I did some research on Median Absolute Deviation (MAD) method, which could partial out the outliers. And I also wrote the R code as below:
mad.mean.D.O <- as.numeric(D.O.Mean.data$D.O_Mean)
median(mad.mean.D.O)
mad(mad.mean.D.O, center = median(mad.mean.D.O), constant = 1.4826,
na.rm = FALSE, low = FALSE, high = FALSE)
print(Upper.MAD <- (median(mad.mean.D.O)+3*(mad(mad.mean.D.O, center = median(mad.mean.D.O), constant = 1.4826,
na.rm = FALSE, low = FALSE, high = FALSE))))
print(Lower.MAD <- (median(mad.mean.D.O)-3*(mad(mad.mean.D.O, center = median(mad.mean.D.O), constant = 1.4826,
na.rm = FALSE, low = FALSE, high = FALSE))))

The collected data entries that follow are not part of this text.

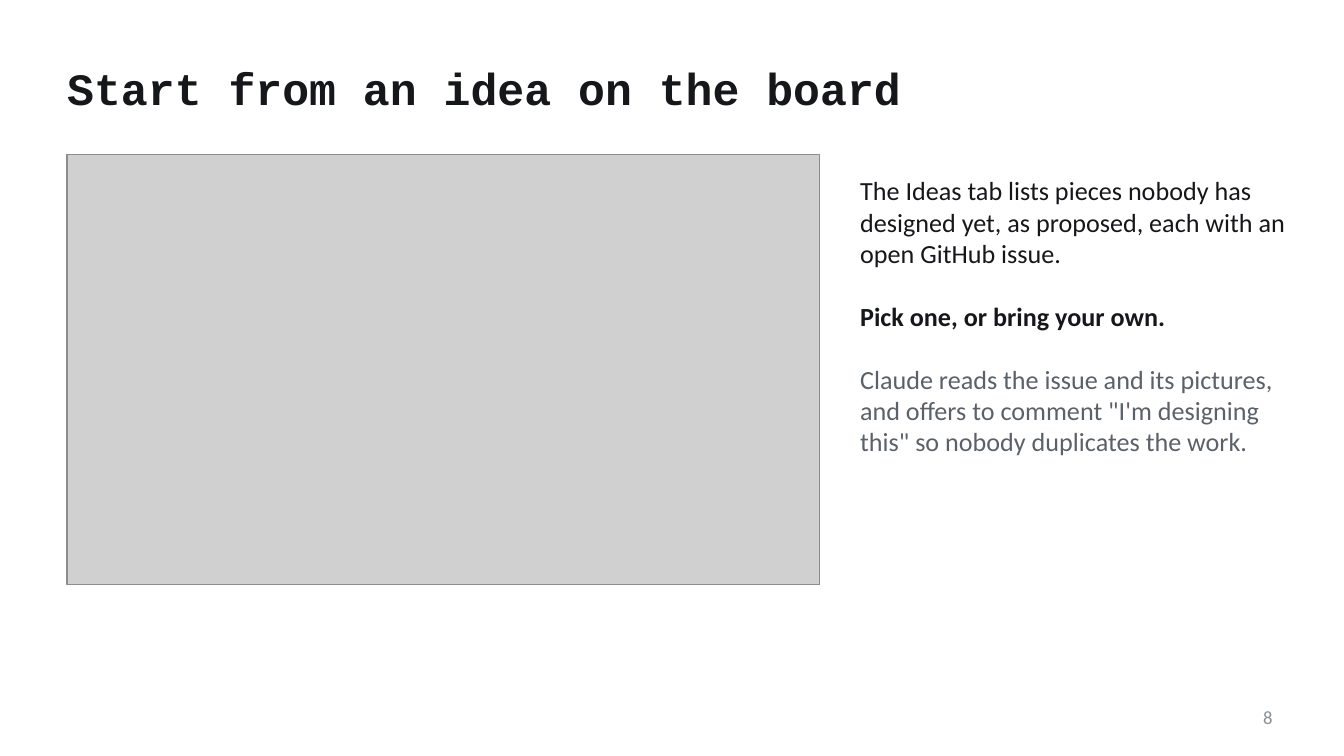
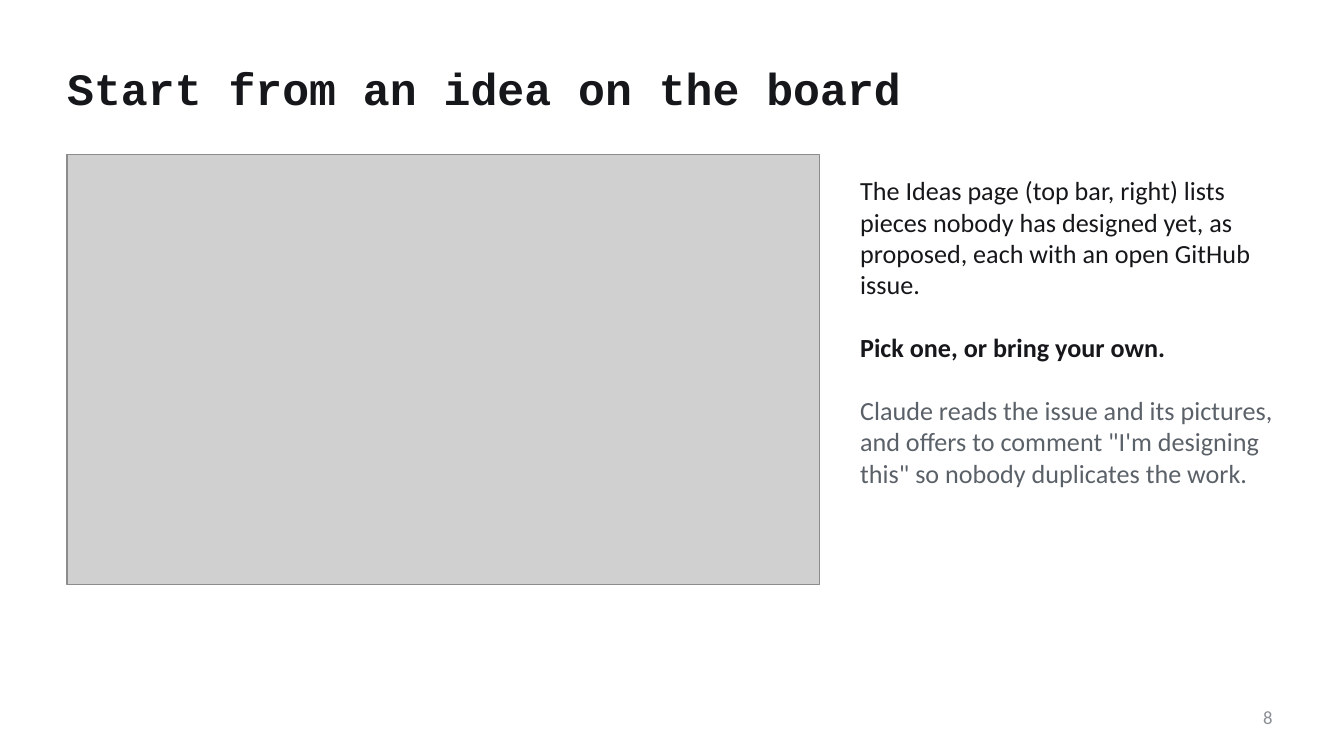
Before and after one commit to mfprado/acrylic-furniture, a slide deck: slide 8 of docs/contributing-guide.pptx. Drawn at 1344x756 pixels with LibreOffice and Linux fonts; fonts in the diff are those of the drawing; grey boxes stand for pictures. Boxes give left, top, right and bottom in pixels: in the first picture for what was removed or moved away, otherwise in the second. Text is boxed around its words. In the diff, an @@ line names an element or a change of style, - is before the commit and + after.

```diff
--- a/docs/contributing-guide.pptx
+++ b/docs/contributing-guide.pptx
@@ text at [860,181,1250,294]: text changed @@
-The Ideas tab lists pieces nobody has designed yet, as proposed, each with an open GitHub issue.
+The Ideas page (top bar, right) lists pieces nobody has designed yet, as proposed, each with an open GitHub issue.
```
Also in this commit, not shown: 2 other slides changed, 4 other files.

D.O.clean.mean.data <- D.O.Mean.data %>%
select(ID_t,
anonymity,
fail_exm,
pregnant,
deg_job,
new_job,
crowded,
stu_req,
int_sub,
no_org,
child,
exm_cont,
lec_sup,
fals_exp,
fin_prob,
int_pro,
family,
illness,
perf_req,
abroad,
relevanc,
quickcash,
deg_per,
lack_opp,
prac_work,
D.O_Mean) %>%
filter(D.O_Mean < 4.197032 & D.O_Mean > 0.282968)
This R code works.
However, I just wonder whether there are also other methods which could reach the same aim, but in a simpler approach.

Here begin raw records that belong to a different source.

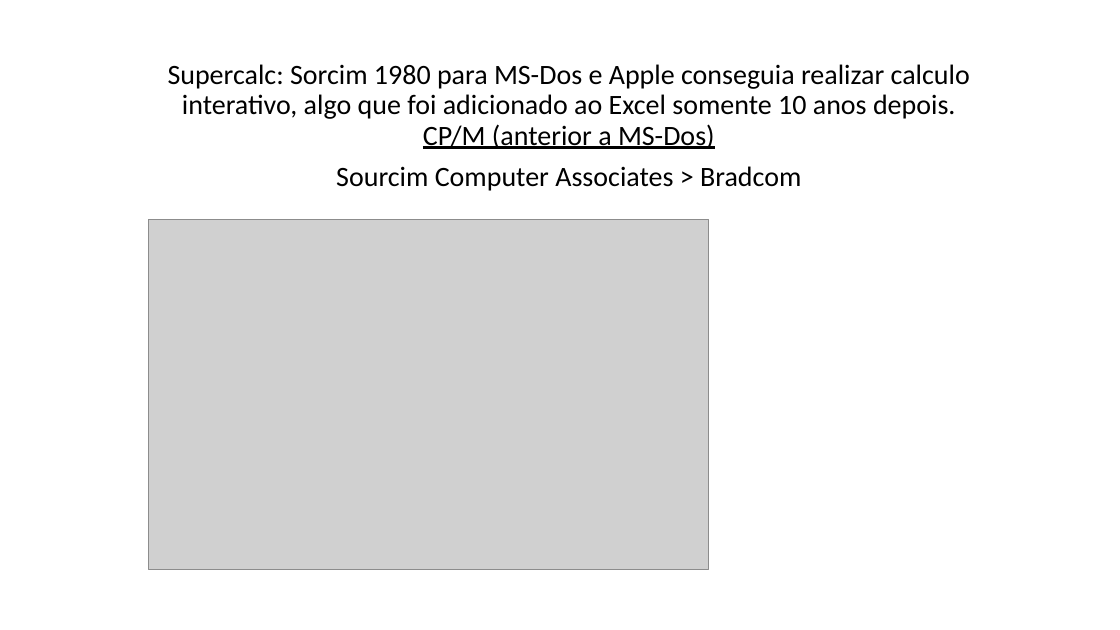
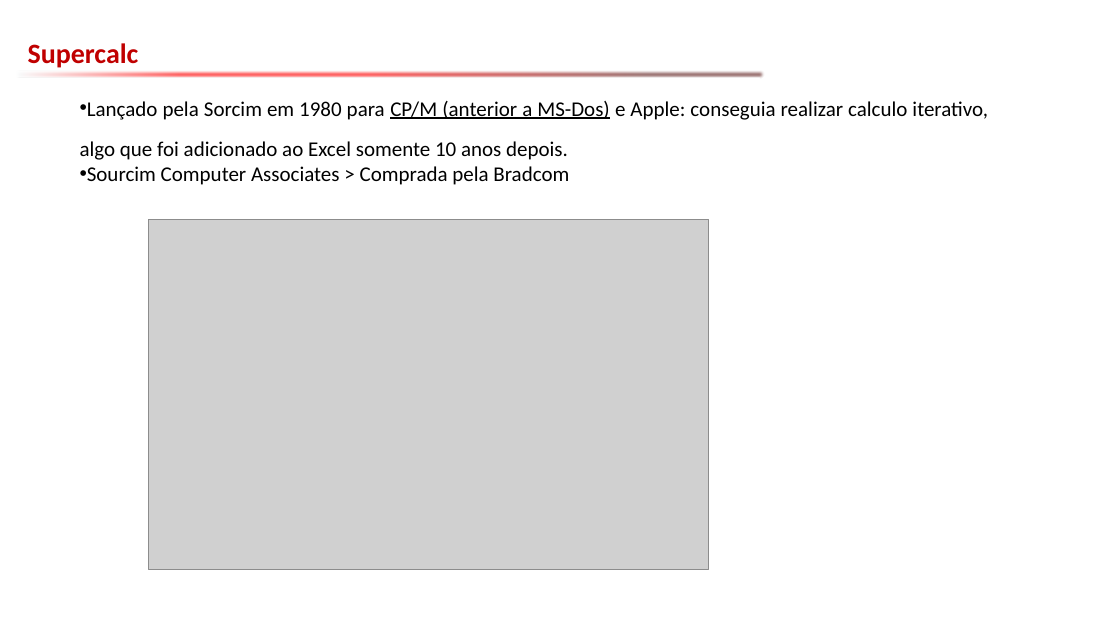
Before and after one commit to emerson-fenrir/Excel_Basico, a slide deck: slide 8 of Aula2.pptx (slide 3 before the commit). Drawn at 1120x630 pixels with LibreOffice and Linux fonts; fonts in the diff are those of the drawing; grey boxes stand for pictures; background and template pictures are left out. Boxes give left, top, right and bottom in pixels: in the first picture for what was removed or moved away, otherwise in the second. Text is boxed around its words. In the diff, an @@ line names an element or a change of style, - is before the commit and + after.

```diff
--- a/Aula2.pptx
+++ b/Aula2.pptx
@@ text added at (x1=28, y1=43, x2=139, y2=68), 24 pt, text #C00000, bold @@
+Supercalc
@@ right arrow added at (x1=16, y1=68, x2=765, y2=81), fill gradient #F6FBFC to #FF0000 to #632523 @@
@@ subtitle at (x1=80, y1=101, x2=988, y2=185): text changed; size 24 to 18 pt @@
-Supercalc: Sorcim 1980 para MS-Dos e Apple conseguia realizar calculo interativo, algo que foi adicionado ao Excel somente 10 anos depois. CP/M (anterior a MS-Dos)
-Sourcim Computer Associates > Bradcom
+• Lançado pela Sorcim em 1980 para CP/M (anterior a MS-Dos) e Apple: conseguia realizar calculo iterativo, algo que foi adicionado ao Excel somente 10 anos depois.
+• Sourcim Computer Associates > Comprada pela Bradcom
```
Also in this commit, not shown: 32 other slides changed, 11 slides added, 3 slides removed, 2 other files.

In addition, my data set looks like this:
All the variables are questionnaire data, being measured by likert scale. And all of those are reasons for antisocial behaviour. For example, the first participants, she/he give 1 to anonymity, that means from not exactly yo exactly, he/ she think anonymity not exactly contribute to his/ her antisocial behaviour.
I would be really thankful for all of your input here.

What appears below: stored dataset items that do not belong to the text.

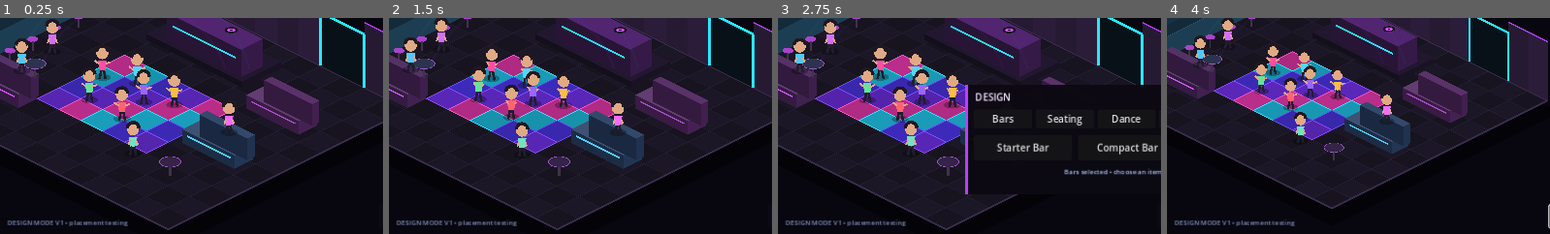
Above: before the commit, frames 1-4 (left to right).
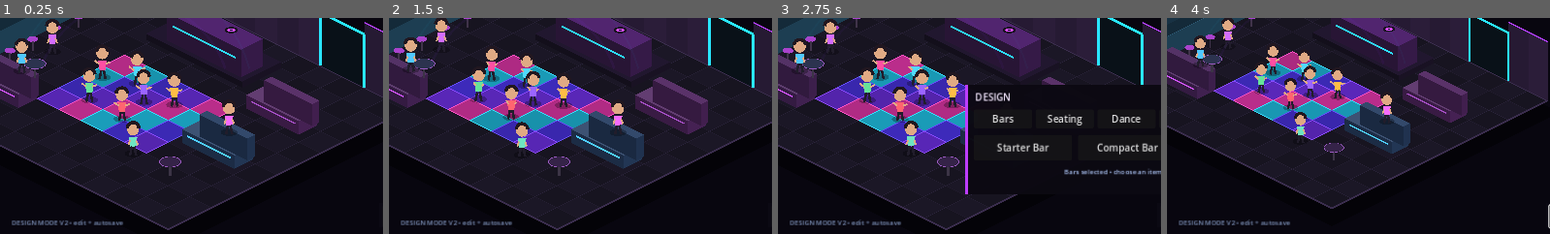
Above: after the commit, the same moments.

Repository: 22crob/Nightclub-City
Game: Godot game, scene res://scenes/main.tscn
Same seed, same stepped clock (60 frames per second), same inputs: the game is played once before the commit and once after it.
Inputs:
- Up to frame 1 (0.25 s): no input
- Up to frame 2 (1.5 s): click "−" at 0.5 s; click "+" at 1.25 s
- Up to frame 3 (2.75 s): click "DESIGN" at 2 s
- Up to frame 4 (4 s): click "×" at 2.75 s; click "−" at 3.5 s
The pictures show only the part of the screen within x 32-82%, y 49-99%; the shares and areas given below are measured in that part.

The runs differ from the first frame. In frame 1, 0.4% of the frame differs, in the area x 2-34%, y 93-97%; in frame 2, 0.4%; in frame 3, 0.4%; in frame 4, 0.4%.

Commit message:
Add object edit controls to Design Mode

Diff:
--- a/godot/scenes/main.tscn
+++ b/godot/scenes/main.tscn
@@ -76,7 +76,7 @@
 grow_vertical = 0
 theme_override_colors/font_color = Color(0.50, 0.58, 0.74, 1)
 theme_override_font_sizes/font_size = 11
-text = "DESIGN MODE V1 • placement testing"
+text = "DESIGN MODE V2 • edit + autosave"
 horizontal_alignment = 1
 
 [node name="ZoomControls" type="ColorRect" parent="HUD"]
@@ -226,3 +226,54 @@
 theme_override_font_sizes/font_size = 11
 text = "Choose an item, then click a floor tile to place it. Right-click or Esc cancels."
 horizontal_alignment = 1
+
+
+[node name="SelectionPanel" type="ColorRect" parent="HUD"]
+visible = false
+offset_left = 18.0
+offset_top = 92.0
+offset_right = 470.0
+offset_bottom = 150.0
+color = Color(0.045, 0.035, 0.070, 0.96)
+
+[node name="Accent" type="ColorRect" parent="HUD/SelectionPanel"]
+offset_right = 4.0
+offset_bottom = 58.0
+color = Color(0.19, 0.83, 1, 1)
+
+[node name="SelectedName" type="Label" parent="HUD/SelectionPanel"]
+offset_left = 14.0
+offset_top = 7.0
+offset_right = 166.0
+offset_bottom = 29.0
+theme_override_colors/font_color = Color(0.96, 0.92, 1, 1)
+theme_override_font_sizes/font_size = 13
+text = "Selected"
+
+[node name="Move" type="Button" parent="HUD/SelectionPanel"]
+offset_left = 170.0
+offset_top = 8.0
+offset_right = 236.0
+offset_bottom = 48.0
+text = "Move"
+
+[node name="Rotate" type="Button" parent="HUD/SelectionPanel"]
+offset_left = 242.0
+offset_top = 8.0
+offset_right = 316.0
+offset_bottom = 48.0
+text = "Rotate"
+
+[node name="Delete" type="Button" parent="HUD/SelectionPanel"]
+offset_left = 322.0
+offset_top = 8.0
+offset_right = 390.0
+offset_bottom = 48.0
+text = "Delete"
+
+[node name="Done" type="Button" parent="HUD/SelectionPanel"]
+offset_left = 396.0
+offset_top = 8.0
+offset_right = 442.0
+offset_bottom = 48.0
+text = "✓"

You can try this function to remove outliers. It'll comb through all columns to identify outliers, so be sure to temporarily remove columns do not need outliers removed and you can cbind() it back later.
#identify outliers
idoutlier<- function(data, cutoff = 3) {
# Calculate the sd
sds <- apply(data, 2, sd, na.rm = TRUE)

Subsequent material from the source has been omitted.